Deadoak had now reached the apex of his elaborately conceived edifice. Producing a buckskin bag, he emptied it on the table. Specimens of very average gold quartz littered the table. Among them were several pieces of a reddish crystalline substance.

"That don't look so bad," commented Sandy, fingering the quartz. He indicated the glassy red samples. "What's that stuff?"

"Volcanic bottle-glass, I reckon—how it come with the samples I dunno, unless Hassayamp thought it was pretty. This here quartz, like you say, ain't bad; I'd say it was pretty dinged good, if ye ask me!"

Sandy's eyes glinted at the red-glass specimens, and suspicion filled his heart.

"Uh-huh," he grunted. "What's your proposition?"
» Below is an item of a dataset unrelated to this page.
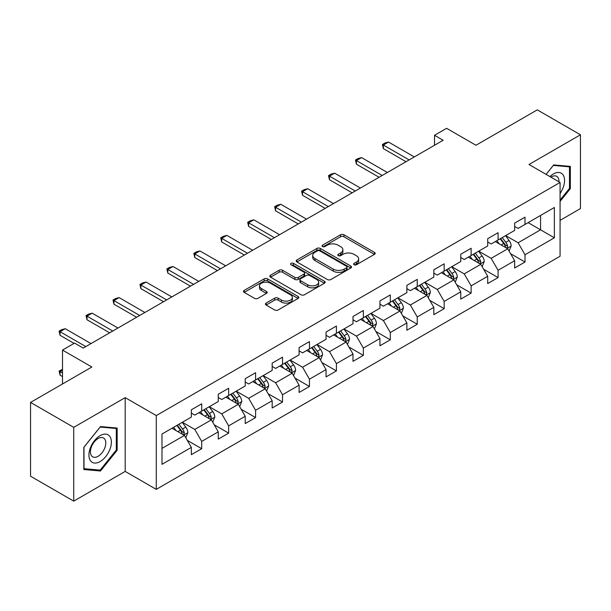 <?xml version="1.0" encoding="UTF-8"?>
<svg xmlns="http://www.w3.org/2000/svg" width="611" height="611" viewBox="0 0 611 611"><rect width="100%" height="100%" fill="white"/><g stroke="black" fill="none" stroke-linecap="round" stroke-linejoin="round"><path stroke-width="0.92" d="M354.082 264.746A1.68 0.97 0 0 0 356.45 264.746L374.467 254.344A2.398 1.382 0 0 0 375.169 253.366A2.398 1.382 0 0 0 374.467 252.389L343.947 234.769A2.398 1.382 0 0 0 340.556 234.769L322.547 245.171A1.68 0.97 0 0 0 322.058 245.859A1.68 0.97 0 0 0 322.547 246.539A1.68 0.97 0 0 0 324.922 246.539L327.252 245.194A7.668 4.43 0 0 1 338.104 245.194L340.648 246.661A7.668 4.43 0 0 1 342.893 249.8A7.668 4.43 0 0 1 340.648 252.931L338.311 254.275A1.68 0.97 0 0 0 337.822 254.963A1.68 0.97 0 0 0 338.311 255.642A1.68 0.97 0 0 0 340.686 255.642L343.015 254.298A7.668 4.43 0 0 1 353.868 254.298L356.412 255.765A7.668 4.43 0 0 1 358.657 258.896A7.668 4.43 0 0 1 356.412 262.027L354.082 263.379A1.68 0.97 0 0 0 353.586 264.059A1.68 0.97 0 0 0 354.082 264.746L354.082 263.379M266.136 303.087A2.398 1.382 0 0 0 265.434 304.064A2.398 1.382 0 0 0 266.136 305.049L274.698 309.991A2.398 1.382 0 0 0 278.089 309.991L298.092 298.443A2.398 1.382 0 0 0 298.794 297.458A2.398 1.382 0 0 0 298.092 296.48L267.58 278.868A2.398 1.382 0 0 0 264.189 278.868L244.186 290.416A2.398 1.382 0 0 0 243.484 291.394A2.398 1.382 0 0 0 244.186 292.371L254.527 298.344A2.398 1.382 0 0 0 257.918 298.344L266.48 293.402A2.398 1.382 0 0 0 267.183 292.417A2.398 1.382 0 0 0 266.48 291.439L261.348 288.484A6.416 3.704 0 0 1 259.469 285.864A6.416 3.704 0 0 1 263.433 282.442A6.416 3.704 0 0 1 270.421 283.244L290.508 294.846A6.416 3.704 0 0 1 292.386 297.458A6.416 3.704 0 0 1 288.43 300.879A6.416 3.704 0 0 1 281.442 300.077L278.089 298.145A2.398 1.382 0 0 0 274.698 298.145L266.136 303.087L266.136 305.049M560.073 220.35L580.45 208.58L580.45 134.794L537.275 109.865L475.961 145.265L446.603 128.31L434.513 135.291L443.151 140.278L83.226 348.079L74.588 343.092L62.498 350.072L62.498 383.975M73.725 427.349L73.725 501.135L125.194 471.417L125.194 397.631L73.725 427.349L30.55 402.42L91.864 367.02L62.498 350.072M125.194 397.631L156.279 415.579L560.073 182.452L560.073 256.246L156.279 489.365L156.279 415.579M580.45 134.794L528.981 164.504L560.073 182.452M327.42 279.548A2.398 1.382 0 0 0 330.811 279.548L350.813 268A2.398 1.382 0 0 0 351.516 267.022A2.398 1.382 0 0 0 350.813 266.045L320.301 248.425A2.398 1.382 0 0 0 316.91 248.425L296.908 259.973A2.398 1.382 0 0 0 296.205 260.95A2.398 1.382 0 0 0 296.908 261.936L327.42 279.548M291.73 265.105A1.68 0.97 0 0 1 293.433 265.35L324.426 283.237L304.454 294.769A2.398 1.382 0 0 1 301.063 294.769L270.543 277.15L270.543 275.194A2.398 1.382 0 0 0 269.841 276.172A2.398 1.382 0 0 0 270.543 277.15M270.543 275.194L279.105 270.253A2.398 1.382 0 0 1 282.496 270.253L294.876 277.394A2.398 1.382 0 0 0 298.267 277.394L303.942 274.118A2.398 1.382 0 0 0 304.645 273.14A2.398 1.382 0 0 0 303.942 272.162L291.057 264.723A1.68 0.97 0 0 1 290.569 264.036A1.68 0.97 0 0 1 291.6 263.142A1.68 0.97 0 0 1 293.433 263.349L324.456 281.266A2.398 1.382 0 0 1 325.159 282.244A2.398 1.382 0 0 1 324.456 283.221L324.456 281.266M73.725 501.135L30.55 476.206L30.55 402.42M187.279 440.363L201.706 448.688L201.706 441.409L218.28 431.832L218.28 439.11L228.644 433.13L228.644 425.852L245.225 416.282L245.225 423.56L255.589 417.573L255.589 410.294L272.17 400.724L272.17 408.003L282.526 402.023L282.526 394.744L299.107 385.167L299.107 392.445L309.471 386.465L309.471 379.187L326.053 369.617L326.053 376.895L336.417 370.908L336.417 363.629L352.998 354.059L352.998 361.338L363.354 355.358L363.354 348.079L379.935 338.502L379.935 345.78L390.299 339.8L390.299 332.521L406.88 322.952L406.88 330.23L417.244 324.242L417.244 316.964L433.825 307.394L433.825 314.673L444.182 308.692L444.182 301.414L460.763 291.837L460.763 299.115L471.127 293.135L471.127 285.856L487.708 276.287L487.708 283.565L498.072 277.577L498.072 270.299L514.645 260.729L514.645 268.008L525.009 262.027L525.009 254.749L554.368 237.794L554.368 207.48L540.552 215.462L540.552 229.82L554.368 237.794M201.706 448.688L191.342 454.668L191.342 447.389L161.984 464.337L161.984 434.031L191.342 417.076L191.342 409.798L201.706 403.818L201.706 411.096L218.28 401.519L218.28 394.24L228.644 388.26L228.644 395.538L245.225 385.969L245.225 378.69L255.589 372.702L255.589 379.981L272.17 370.411L272.17 363.133L282.526 357.152L282.526 364.431L299.107 354.854L299.107 347.575L309.471 341.595L309.471 348.873L326.053 339.304L326.053 332.025L336.417 326.037L336.417 333.316L352.998 323.746L352.998 316.467L363.354 310.487L363.354 317.766L379.935 308.188L379.935 300.91L390.299 294.93L390.299 302.208L406.88 292.638L406.88 285.36L417.244 279.372L417.244 286.651L433.825 277.081L433.825 269.802L444.182 263.822L444.182 271.101L460.763 261.523L460.763 254.245L471.127 248.265L471.127 255.543L487.708 245.973L487.708 238.695L498.072 232.707L498.072 239.986L514.645 230.416L514.645 223.137L525.009 217.157L525.009 224.436L554.368 207.48M198.942 412.692L211.375 419.872L194.794 429.441L182.361 422.262M191.342 413.089L194.794 415.083L201.706 411.096M194.794 429.441L201.706 441.409M211.375 419.872L218.28 431.832M225.879 397.135L238.321 404.314L221.74 413.884L209.298 406.705M218.28 397.532L221.74 399.525L228.644 395.538M221.74 413.884L228.644 425.852M238.321 404.314L245.225 416.282M252.824 381.577L265.258 388.756L248.677 398.334L236.243 391.155M245.225 381.982L248.677 383.975L255.589 379.981M248.677 398.334L255.589 410.294M265.258 388.756L272.17 400.724M279.769 366.027L292.203 373.206L275.622 382.776L263.188 375.597M272.17 366.424L275.622 368.418L282.526 364.431M275.622 382.776L282.526 394.744M292.203 373.206L299.107 385.167M306.707 350.47L319.141 357.649L302.567 367.219L290.126 360.039M299.107 350.867L302.567 352.86L309.471 348.873M302.567 367.219L309.471 379.187M319.141 357.649L326.053 369.617M333.652 334.912L346.086 342.091L329.505 351.669L317.071 344.489M326.053 335.317L329.505 337.31L336.417 333.316M329.505 351.669L336.417 363.629M346.086 342.091L352.998 354.059M360.597 319.362L373.031 326.541L356.45 336.111L344.016 328.932M352.998 319.759L356.45 321.753L363.354 317.766M356.45 336.111L363.354 348.079M373.031 326.541L379.935 338.502M387.534 303.804L399.968 310.984L383.387 320.554L370.953 313.374M379.935 304.202L383.387 306.195L390.299 302.208M383.387 320.554L390.299 332.521M399.968 310.984L406.88 322.952M414.479 288.247L426.913 295.426L410.332 305.004L397.898 297.824M406.88 288.652L410.332 290.645L417.244 286.651M410.332 305.004L417.244 316.964M426.913 295.426L433.825 307.394M441.417 272.697L453.858 279.876L437.277 289.446L424.844 282.267M433.825 273.094L437.277 275.087L444.182 271.101M437.277 289.446L444.182 301.414M453.858 279.876L460.763 291.837M468.362 257.139L480.796 264.319L464.215 273.888L451.781 266.709M460.763 257.536L464.215 259.53L471.127 255.543M464.215 273.888L471.127 285.856M480.796 264.319L487.708 276.287M495.307 241.582L507.741 248.761L491.16 258.338L478.726 251.159M487.708 241.987L491.16 243.98L498.072 239.986M491.16 258.338L498.072 270.299M507.741 248.761L514.645 260.729M528.118 222.641L540.552 229.82L518.105 242.781L505.671 235.602M514.645 226.429L518.105 228.422L525.009 224.436M518.105 242.781L525.009 254.749M125.194 471.417L156.279 489.365M434.513 135.291L434.513 145.265M161.984 448.39L184.43 435.422L171.996 428.242M184.43 435.422L191.342 447.389M510.59 253.702L525.009 262.027M483.645 269.252L498.072 277.577M456.707 284.81L471.127 293.135M429.762 300.368L444.182 308.692M402.817 315.918L417.244 324.242M375.88 331.475L390.299 339.8M348.934 347.033L363.354 355.358M321.997 362.583L336.417 370.908M295.052 378.14L309.471 386.465M268.107 393.698L282.526 402.023M241.169 409.248L255.589 417.573M214.224 424.805L228.644 433.13M560.073 201.416L570.346 188.631L570.346 166.406L553.681 164.924L546.081 174.379M83.829 469.515L100.494 471.005L117.159 450.276L117.159 428.051L100.494 426.562L83.829 447.298L83.829 469.515M569.483 188.135L570.346 188.631M116.296 449.772L117.159 450.276M98.738 469.989L100.494 471.005M354.747 264.983L356.412 264.028A7.668 4.43 0 0 0 358.657 260.889L358.657 258.896M342.893 249.8L342.893 251.793A7.668 4.43 0 0 1 340.648 254.924L338.983 255.879M374.436 254.367L343.947 236.77A2.398 1.382 0 0 0 340.556 236.77L323.219 246.775M350.783 268.023L320.301 250.418A2.398 1.382 0 0 0 316.91 250.418L296.938 261.951M346.574 267.71A1.68 0.97 0 0 0 347.071 267.022A1.68 0.97 0 0 0 346.574 266.335L319.79 250.869A1.68 0.97 0 0 0 317.422 250.869L314.963 252.29A7.668 4.43 0 0 0 312.717 255.421A7.668 4.43 0 0 0 314.963 258.552L333.27 269.123A7.668 4.43 0 0 0 344.123 269.123L346.574 267.71L346.574 269.703A1.68 0.97 0 0 0 347.071 269.016L347.071 267.022M312.717 255.421L312.717 257.422A7.668 4.43 0 0 0 314.963 260.553L314.963 258.552M346.574 269.703L344.123 271.124A7.668 4.43 0 0 1 333.27 271.124L314.963 260.553M270.581 277.173L279.105 272.246L279.105 270.253M304.645 273.14L304.645 275.133A2.398 1.382 0 0 1 303.942 276.111L298.267 279.387A2.398 1.382 0 0 1 294.876 279.387L282.496 272.246A2.398 1.382 0 0 0 279.105 272.246M307.715 284.81A6.416 3.704 0 0 0 314.703 285.612A6.416 3.704 0 0 0 318.659 282.19A6.416 3.704 0 0 0 316.781 279.571L309.708 275.485A2.398 1.382 0 0 0 306.317 275.485L300.635 278.769A2.398 1.382 0 0 0 299.932 279.746A2.398 1.382 0 0 0 300.635 280.724L307.715 284.81L307.715 286.803A6.416 3.704 0 0 0 314.703 287.605A6.416 3.704 0 0 0 318.659 284.184L318.659 282.19M299.932 279.746L299.932 281.74A2.398 1.382 0 0 0 300.635 282.717L300.635 280.724M307.715 286.803L300.635 282.717M292.386 297.458L292.386 299.451A6.416 3.704 0 0 1 288.43 302.873A6.416 3.704 0 0 1 281.442 302.071L278.089 300.138A2.398 1.382 0 0 0 274.698 300.138L266.175 305.065M259.469 285.864L259.469 287.857A6.416 3.704 0 0 0 261.348 290.477L261.348 288.484M266.449 293.417L261.348 290.477M298.061 298.458L267.58 280.861A2.398 1.382 0 0 0 264.189 280.861L244.217 292.386M509.108 251.129L511.163 245.95A6.469 3.735 -120 0 0 509.093 240.444L505.526 235.686M499.317 243.904L496.896 240.665M506.74 248.188L507.665 246.225A6.469 3.735 -120 0 0 505.809 242.338L502.25 237.58M500.623 238.511L504.579 243.789A3.299 1.902 60 0 1 505.182 244.79L507.665 246.225M500.172 238.771L503.739 243.529A6.469 3.735 60 0 1 505.595 247.424M409.126 159.922L383.357 145.044L383.357 148.633L382.41 144.494L384.999 142.997L388.535 142.05L414.304 156.928M406.017 161.716L383.357 148.633M388.535 142.05L383.357 145.044L382.41 144.494M560.073 193.427A15.878 9.165 120 0 0 563.059 187.814A15.878 9.165 120 0 0 562.074 173.761A15.878 9.165 120 0 0 549.9 176.587M568.413 166.238L569.483 166.856L569.483 188.387L560.073 200.095M546.112 174.395L553.337 165.413L569.483 166.856M558.966 181.818A10.868 6.278 120 0 0 556.728 176.35A10.868 6.278 120 0 0 550.87 177.144M100.151 461.549A15.878 9.165 120 0 0 111.378 442.104A15.878 9.165 120 0 0 100.151 435.62A15.878 9.165 120 0 0 88.923 455.065A15.878 9.165 120 0 0 100.151 461.549M98.104 456.28A10.868 6.278 120 0 0 105.207 446.702A10.868 6.278 120 0 0 103.542 437.995A10.868 6.278 120 0 0 98.104 438.53A10.868 6.278 120 0 0 91.008 448.107A10.868 6.278 120 0 0 92.673 456.822A10.868 6.278 120 0 0 98.104 456.28M84.005 447.145L100.151 427.058L116.296 428.494L116.296 450.032L100.151 470.119L84.005 468.675L83.967 447.122M115.227 427.883L116.296 428.494M482.163 266.686L484.218 261.508A6.469 3.735 -120 0 0 482.148 255.994L478.589 251.236M472.372 259.454L469.951 256.223M479.795 263.738L480.72 261.783A6.469 3.735 -120 0 0 478.871 257.888L475.305 253.13M473.685 254.069L477.642 259.347A3.299 1.902 60 0 1 478.237 260.347L480.72 261.783M473.235 254.329L476.794 259.087A6.469 3.735 60 0 1 478.65 262.982M455.218 282.236L457.272 277.066A6.469 3.735 -120 0 0 455.21 271.551L451.644 266.793M445.427 275.011L443.006 271.78M452.85 279.296L453.782 277.341A6.469 3.735 -120 0 0 451.926 273.445L448.359 268.687M446.74 269.619L450.697 274.904A3.299 1.902 60 0 1 451.292 275.905L453.782 277.341M446.29 269.886L449.856 274.645A6.469 3.735 60 0 1 451.705 278.532M382.18 175.479L356.412 160.601L356.412 164.191L355.465 160.051L358.054 158.554L361.597 157.607L387.366 172.485M379.072 177.274L356.412 164.191M361.597 157.607L356.412 160.601L355.465 160.051M355.243 191.029L329.474 176.151L329.474 179.741L328.519 175.609L331.116 174.112L334.652 173.165L360.421 188.043M352.127 192.824L329.474 179.741M334.652 173.165L329.474 176.151L328.519 175.609M428.28 297.794L430.335 292.616A6.469 3.735 -120 0 0 428.265 287.109L424.698 282.351M418.489 290.569L416.068 287.33M425.913 294.853L426.837 292.89A6.469 3.735 -120 0 0 424.989 289.003L421.422 284.245M419.803 285.177L423.751 290.454A3.299 1.902 60 0 1 424.355 291.455L426.837 292.89M419.345 285.436L422.911 290.194A6.469 3.735 60 0 1 424.767 294.09M401.335 313.344L403.39 308.173A6.469 3.735 -120 0 0 401.328 302.659L397.761 297.901M391.544 306.119L389.123 302.888M398.968 310.403L399.892 308.448A6.469 3.735 -120 0 0 398.044 304.553L394.477 299.795M392.858 300.734L396.814 306.012A3.299 1.902 60 0 1 397.41 307.012L399.892 308.448M392.407 300.994L395.974 305.752A6.469 3.735 60 0 1 397.822 309.647M374.39 328.901L376.445 323.731A6.469 3.735 -120 0 0 374.383 318.216L370.816 313.458M364.607 321.676L362.186 318.446M372.03 325.961L372.954 324.006A6.469 3.735 -120 0 0 371.098 320.111L367.539 315.352M365.913 316.284L369.869 321.569A3.299 1.902 60 0 1 370.465 322.57L372.954 324.006M365.462 316.551L369.029 321.31A6.469 3.735 60 0 1 370.877 325.197M328.298 206.587L302.529 191.709L302.529 195.299L301.582 191.159L304.171 189.662L307.707 188.715L333.476 203.593M325.189 208.382L302.529 195.299M307.707 188.715L302.529 191.709L301.582 191.159M301.353 222.144L275.584 207.266L275.584 210.856L274.637 206.717L277.226 205.22L280.77 204.273L306.539 219.15M298.244 223.939L275.584 210.856M280.77 204.273L275.584 207.266L274.637 206.717M274.415 237.694L248.646 222.816L248.646 226.406L247.692 222.274L250.289 220.777L253.825 219.83L279.594 234.708M271.307 239.489L248.646 226.406M253.825 219.83L248.646 222.816L247.692 222.274M247.47 253.252L221.701 238.374L221.701 241.964L220.754 237.824L223.343 236.327L226.887 235.38L252.649 250.258M244.362 255.047L221.701 241.964M226.887 235.38L221.701 238.374L220.754 237.824M220.525 268.809L194.764 253.932L194.764 257.521L193.809 253.382L196.398 251.885L199.942 250.938L225.711 265.816M217.417 270.604L194.764 257.521M199.942 250.938L194.764 253.932L193.809 253.382M193.588 284.359L167.819 269.482L167.819 273.071L166.864 268.932L169.461 267.442L172.997 266.495L198.766 281.373M190.479 286.154L167.819 273.071M172.997 266.495L167.819 269.482L166.864 268.932M166.643 299.917L140.874 285.039L140.874 288.629L139.927 284.489L142.516 282.992L146.06 282.045L171.821 296.923M163.534 301.712L140.874 288.629M146.06 282.045L140.874 285.039L139.927 284.489M139.698 315.467L113.936 300.597L113.936 304.186L112.982 300.047L115.571 298.55L119.114 297.603L144.883 312.481M136.589 317.269L113.936 304.186M119.114 297.603L113.936 300.597L112.982 300.047M112.76 331.025L86.991 316.147L86.991 319.736L86.044 315.597L88.633 314.107L92.169 313.16L117.938 328.031M109.652 332.819L86.991 319.736M92.169 313.16L86.991 316.147L86.044 315.597M347.453 344.459L349.507 339.281A6.469 3.735 -120 0 0 347.438 333.774L343.878 329.016M337.662 337.234L335.24 333.996M345.085 341.518L346.009 339.556A6.469 3.735 -120 0 0 344.161 335.668L340.594 330.91M338.975 331.842L342.924 337.119A3.299 1.902 60 0 1 343.527 338.12L346.009 339.556M338.525 332.101L342.084 336.86A6.469 3.735 60 0 1 343.94 340.755M320.508 360.009L322.562 354.838A6.469 3.735 -120 0 0 320.5 349.324L316.933 344.566M310.716 352.784L308.295 349.553M318.14 357.068L319.072 355.113A6.469 3.735 -120 0 0 317.216 351.218L313.649 346.46M312.03 347.399L315.986 352.677A3.299 1.902 60 0 1 316.582 353.677L319.072 355.113M311.579 347.659L315.146 352.417A6.469 3.735 60 0 1 316.994 356.312M293.563 375.566L295.617 370.396A6.469 3.735 -120 0 0 293.555 364.882L289.988 360.123M283.779 368.341L281.358 365.111M291.203 372.626L292.127 370.671A6.469 3.735 -120 0 0 290.271 366.776L286.712 362.018M285.085 362.949L289.041 368.234A3.299 1.902 60 0 1 289.645 369.235L292.127 370.671M284.634 363.217L288.201 367.975A6.469 3.735 60 0 1 290.057 371.862M266.625 391.124L268.68 385.946A6.469 3.735 -120 0 0 266.61 380.439L263.051 375.681M256.834 383.891L254.413 380.661M264.257 388.184L265.182 386.221A6.469 3.735 -120 0 0 263.333 382.333L259.767 377.575M258.148 378.507L262.096 383.784A3.299 1.902 60 0 1 262.699 384.785L265.182 386.221M257.697 378.767L261.256 383.525A6.469 3.735 60 0 1 263.112 387.42M239.68 406.674L241.735 401.503A6.469 3.735 -120 0 0 239.672 395.989L236.106 391.231M229.889 399.449L227.468 396.218M237.312 403.734L238.244 401.778A6.469 3.735 -120 0 0 236.388 397.883L232.822 393.125M231.202 394.064L235.159 399.342A3.299 1.902 60 0 1 235.754 400.342L238.244 401.778M230.752 394.324L234.319 399.082A6.469 3.735 60 0 1 236.167 402.977M212.743 422.232L214.797 417.053A6.469 3.735 -120 0 0 212.727 411.547L209.161 406.789M202.951 415.006L200.53 411.776M210.375 419.291L211.299 417.336A6.469 3.735 -120 0 0 209.443 413.441L205.884 408.683M204.257 409.614L208.214 414.9A3.299 1.902 60 0 1 208.817 415.9L211.299 417.336M203.807 409.882L207.373 414.64A6.469 3.735 60 0 1 209.229 418.527M185.797 437.789L187.852 432.611A6.469 3.735 -120 0 0 185.782 427.104L182.223 422.338M176.006 430.556L173.585 427.326M183.43 434.849L184.354 432.886A6.469 3.735 -120 0 0 182.506 428.998L178.939 424.24M177.32 425.172L181.276 430.45A3.299 1.902 60 0 1 181.872 431.45L184.354 432.886M176.869 425.432L180.428 430.19A6.469 3.735 60 0 1 182.284 434.085M62.498 370.174L60.046 371.587L62.498 373.008M60.046 375.177L59.099 371.037L60.046 371.587L60.046 375.177L62.498 376.597M59.099 371.037L62.498 369.327M85.815 346.582L60.046 331.704L60.046 335.294L59.099 331.154L61.688 329.657L65.232 328.71L91.001 343.588M74.068 343.39L60.046 335.294M65.232 328.71L60.046 331.704L59.099 331.154M356.412 264.028L356.412 262.027M338.311 255.642L338.311 254.275M340.648 254.924L340.648 252.931M322.547 246.539L322.547 245.171M340.556 236.77L340.556 234.769M343.947 236.77L343.947 234.769M374.467 254.344L374.467 252.389M296.908 261.936L296.908 259.973M316.91 250.418L316.91 248.425M320.301 250.418L320.301 248.425M350.813 268L350.813 266.045M333.27 271.124L333.27 269.123M344.123 271.124L344.123 269.123M282.496 272.246L282.496 270.253M294.876 279.387L294.876 277.394M298.267 279.387L298.267 277.394M303.942 276.111L303.942 274.118M293.433 265.35L293.433 263.349M274.698 300.138L274.698 298.145M278.089 300.138L278.089 298.145M281.442 302.071L281.442 300.077M266.48 293.402L266.48 291.439M244.186 292.371L244.186 290.416M264.189 280.861L264.189 278.868M267.58 280.861L267.58 278.868M298.092 298.443L298.092 296.48M507.099 248.394L511.117 246.08M505.809 242.338L509.093 240.444M501.211 244.996L503.739 243.529M480.162 263.952L484.172 261.63M478.871 257.888L482.148 255.994M474.266 260.546L476.794 259.087M453.217 279.502L457.234 277.188M451.926 273.445L455.21 271.551M447.321 276.103L449.856 274.645M426.272 295.06L430.289 292.745M424.989 289.003L428.265 287.109M420.383 291.661L422.911 290.194M399.334 310.617L403.344 308.295M398.044 304.553L401.328 302.659M393.438 307.211L395.974 305.752M372.389 326.167L376.407 323.853M371.098 320.111L374.383 318.216M366.493 322.768L369.029 321.31M345.444 341.725L349.461 339.411M344.161 335.668L347.438 333.774M339.556 338.326L342.084 336.86M318.507 357.282L322.524 354.96M317.216 351.218L320.5 349.324M312.611 353.876L315.146 352.417M291.562 372.832L295.579 370.518M290.271 366.776L293.555 364.882M285.673 369.434L288.201 367.975M264.616 388.39L268.634 386.076M263.333 382.333L266.61 380.439M258.728 384.991L261.256 383.525M237.679 403.947L241.696 401.626M236.388 397.883L239.672 395.989M231.783 400.541L234.319 399.082M210.734 419.497L214.751 417.183M209.443 413.441L212.727 411.547M204.845 416.099L207.373 414.64M183.796 435.055L187.806 432.741M182.506 428.998L185.782 427.104M177.9 431.656L180.428 430.19"/></g></svg>

"Well, I don't want to sell outright. That there lode is goin' to pay big when she's developed. Looks to me, the way them specimens shape up, like she'd run into rotten quartz an' free gold; ye can see that for yourself. Sooner'n sell the hull thing, I'd hang on a spell longer. But here's my idee: You an' your pardners buy the mortgage an' give me a one-fourth int'rest in the mine. You'll have to foreclose the mortgage——"

"Is it recorded?"

"Sure—I recorded her after Hassayamp cashed in an' Piute got his title."

"Uh-huh."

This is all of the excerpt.